→ **EXERCISE**:
Please keep to the lines below from the one with "bridge_x = 151.0" through the one with "the +Z half", and restate them word for word, ends included.

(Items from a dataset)
* * * * * * * * *

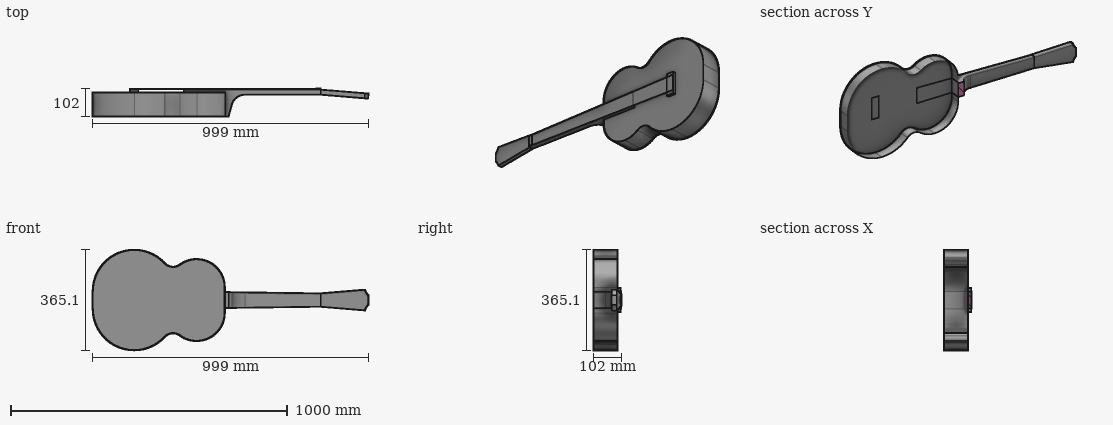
import cadquery as cq
import math


body_length = 479.6
body_depth = 88.4
wall = 2.0
lower_radius = 151.0
lower_half_width = 365.11 / 2
upper_radius = 103.0
upper_half_width = 149.0
waist_radius = 40.0

neck_top = 99.0
neck_back = 79.0
tongue_start_x = 329.5
nut_end_x = 825.0
tongue_half_width = 31.4
head_root_half_width = 24.6
heel_foot_length = 13.2
heel_slope = math.radians(75.0)
heel_radius = 49.0
edge_rounding = 3.1

nut_length = 15.0
nut_half_width = 21.0
nut_top = 102.03

total_length = 999.05
head_lean = math.radians(4.7)
head_drop = 0.8
head_thickness = neck_top - head_drop - neck_back
head_length = (total_length - nut_end_x) / math.cos(head_lean)
head_corner_length = 13.0
head_half_width = 38.0
head_tip_half_width = 16.5
head_corner_sag = 1.8

bridge_x = 151.0
bridge_length = 31.0
bridge_width = 88.0

string_thickness = 1.0
string_bridge_half_width = 31.5
string_nut_half_width = nut_half_width


def facing_back(y):
    """Sketch plane with local x along X and local y along Z; extrusions grow towards -Y."""
    return cq.Workplane("XZ", origin=(0, y, 0))


def mirrored(point):
    return (point[0], -point[1])


def on_circle(center, radius, angle):
    return (center[0] + radius * math.cos(angle), center[1] + radius * math.sin(angle))


def angle_from(start, end):
    return math.atan2(end[1] - start[1], end[0] - start[0])


def body_arcs(inset):
    """Arcs of the +Z half outline, moved inwards by the inset, as (start, middle, end) points."""
    lower_center = (lower_radius, lower_half_width - lower_radius)
    upper_center = (body_length - upper_radius, upper_half_width - upper_radius)
    span = math.dist(lower_center, upper_center)
    to_lower = lower_radius + waist_radius
    to_upper = upper_radius + waist_radius
    swing = math.acos((span**2 + to_lower**2 - to_upper**2) / (2 * span * to_lower))
    waist_center = on_circle(lower_center, to_lower, angle_from(lower_center, upper_center) + swing)
    lower_touch = angle_from(lower_center, waist_center)
    upper_touch = angle_from(upper_center, waist_center)

    def arc(center, radius, start, end):
        return [on_circle(center, radius, angle) for angle in (start, (start + end) / 2, end)]

    crest = math.pi / 2
    return [
        arc(lower_center, lower_radius - inset, math.pi, crest),
        arc(lower_center, lower_radius - inset, crest, lower_touch),
        arc(waist_center, waist_radius + inset, lower_touch - math.pi, upper_touch - math.pi),
        arc(upper_center, upper_radius - inset, upper_touch, crest),
        arc(upper_center, upper_radius - inset, crest, 0),
    ]


def body_block(inset):
    arcs = body_arcs(inset)
    outline = facing_back(body_depth - inset).moveTo(*arcs[0][0])
    for start, middle, end in arcs:
        outline = outline.threePointArc(middle, end)
    outline = outline.lineTo(*mirrored(arcs[-1][2]))
    for start, middle, end in reversed(arcs):
        outline = outline.threePointArc(mirrored(middle), mirrored(start))
    return outline.close().extrude(body_depth - 2 * inset, clean=False)


def build_body():
    return body_block(0).cut(body_block(wall), clean=False)


def tapered_bar(start, end, y_low, y_high):
    """Bar that narrows from start to end, each given as (x, half width)."""
    outline = facing_back(y_high).polyline([start, end, mirrored(end), mirrored(start)]).close()
    return outline.extrude(y_high - y_low)


def build_shaft():
    """Heel, neck bar and tongue, with rounded long edges and tongue end."""
    heel_foot_end = body_length + heel_foot_length
    slope_end_y = neck_back - heel_radius * (1 - math.cos(heel_slope))
    slope_end_x = heel_foot_end + slope_end_y / math.tan(heel_slope)
    arc_end_x = slope_end_x + heel_radius * math.sin(heel_slope)
    profile = (
        cq.Workplane("XY")
        .moveTo(tongue_start_x, body_depth)
        .lineTo(body_length, body_depth)
        .lineTo(body_length, 0)
        .lineTo(heel_foot_end, 0)
        .lineTo(slope_end_x, slope_end_y)
        .tangentArcPoint((arc_end_x, neck_back), relative=False)
        .lineTo(nut_end_x, neck_back)
        .lineTo(nut_end_x, neck_top)
        .lineTo(tongue_start_x, neck_top)
        .close()
        .extrude(tongue_half_width, both=True)
    )
    taper = tapered_bar((tongue_start_x, tongue_half_width), (nut_end_x, head_root_half_width), 0, neck_top)
    shaft = profile.intersect(taper)
    margin = 1.0
    heel_and_back = cq.selectors.BoxSelector(
        (heel_foot_end - margin, -margin, -tongue_half_width - margin),
        (nut_end_x - margin, neck_back + margin, tongue_half_width + margin),
    )
    rounded = shaft.edges(heel_and_back).edges("not |Z").fillet(edge_rounding)
    rounded = rounded.faces("<X").edges("|Y").fillet(edge_rounding)
    return rounded.faces(">Y").edges("not >X").fillet(edge_rounding)


def build_headstock():
    along = cq.Vector(math.cos(head_lean), -math.sin(head_lean), 0)
    backwards = cq.Vector(-math.sin(head_lean), -math.cos(head_lean), 0)
    plane = cq.Plane(origin=(nut_end_x, neck_top - head_drop, 0), xDir=along, normal=backwards)
    root = (0, head_root_half_width)
    corner = (head_length - head_corner_length, head_half_width)
    tip = (head_length, head_tip_half_width)
    chord = math.dist(corner, tip)
    hollow = (
        (corner[0] + tip[0]) / 2 - head_corner_sag * (corner[1] - tip[1]) / chord,
        (corner[1] + tip[1]) / 2 - head_corner_sag * (tip[0] - corner[0]) / chord,
    )
    plate = (
        cq.Workplane(plane)
        .moveTo(*root)
        .lineTo(*corner)
        .threePointArc(hollow, tip)
        .lineTo(*mirrored(tip))
        .threePointArc(mirrored(hollow), mirrored(corner))
        .lineTo(*mirrored(root))
        .close()
        .extrude(head_thickness)
    )
    back_face = cq.selectors.DirectionMinMaxSelector(backwards)
    plate = plate.faces(back_face).edges("not <X").fillet(edge_rounding)
    return plate.copyWorkplane(cq.Workplane("YZ", origin=(nut_end_x, 0, 0))).split(keepTop=True)


def build_nut():
    nut_outline = facing_back(nut_top).center(nut_end_x - nut_length / 2, 0)
    return nut_outline.rect(nut_length, 2 * nut_half_width).extrude(nut_top - neck_top)


def build_neck():
    return build_shaft().union(build_headstock()).union(build_nut())


def build_bridge():
    bridge_outline = facing_back(neck_top).center(bridge_x, 0)
    return bridge_outline.rect(bridge_length, bridge_width).extrude(neck_top - body_depth)


def build_strings():
    bridge_end = (bridge_x - bridge_length / 2, string_bridge_half_width)
    nut_end = (nut_end_x - nut_length, string_nut_half_width)
    return tapered_bar(bridge_end, nut_end, neck_top, neck_top + string_thickness)


body = build_body()
neck = build_neck()
bridge = build_bridge()
strings = build_strings()

result = cq.Compound.makeCompound([body.val(), neck.val(), bridge.val(), strings.val()])

* * * * * * * * *

→ **ANSWER TO THIS PROBLEM**:
bridge_x = 151.0
bridge_length = 31.0
bridge_width = 88.0

string_thickness = 1.0
string_bridge_half_width = 31.5
string_nut_half_width = nut_half_width


def facing_back(y):
    """Sketch plane with local x along X and local y along Z; extrusions grow towards -Y."""
    return cq.Workplane("XZ", origin=(0, y, 0))


def mirrored(point):
    return (point[0], -point[1])


def on_circle(center, radius, angle):
    return (center[0] + radius * math.cos(angle), center[1] + radius * math.sin(angle))


def angle_from(start, end):
    return math.atan2(end[1] - start[1], end[0] - start[0])


def body_arcs(inset):
    """Arcs of the +Z half outline, moved inwards by the inset, as (start, middle, end) points."""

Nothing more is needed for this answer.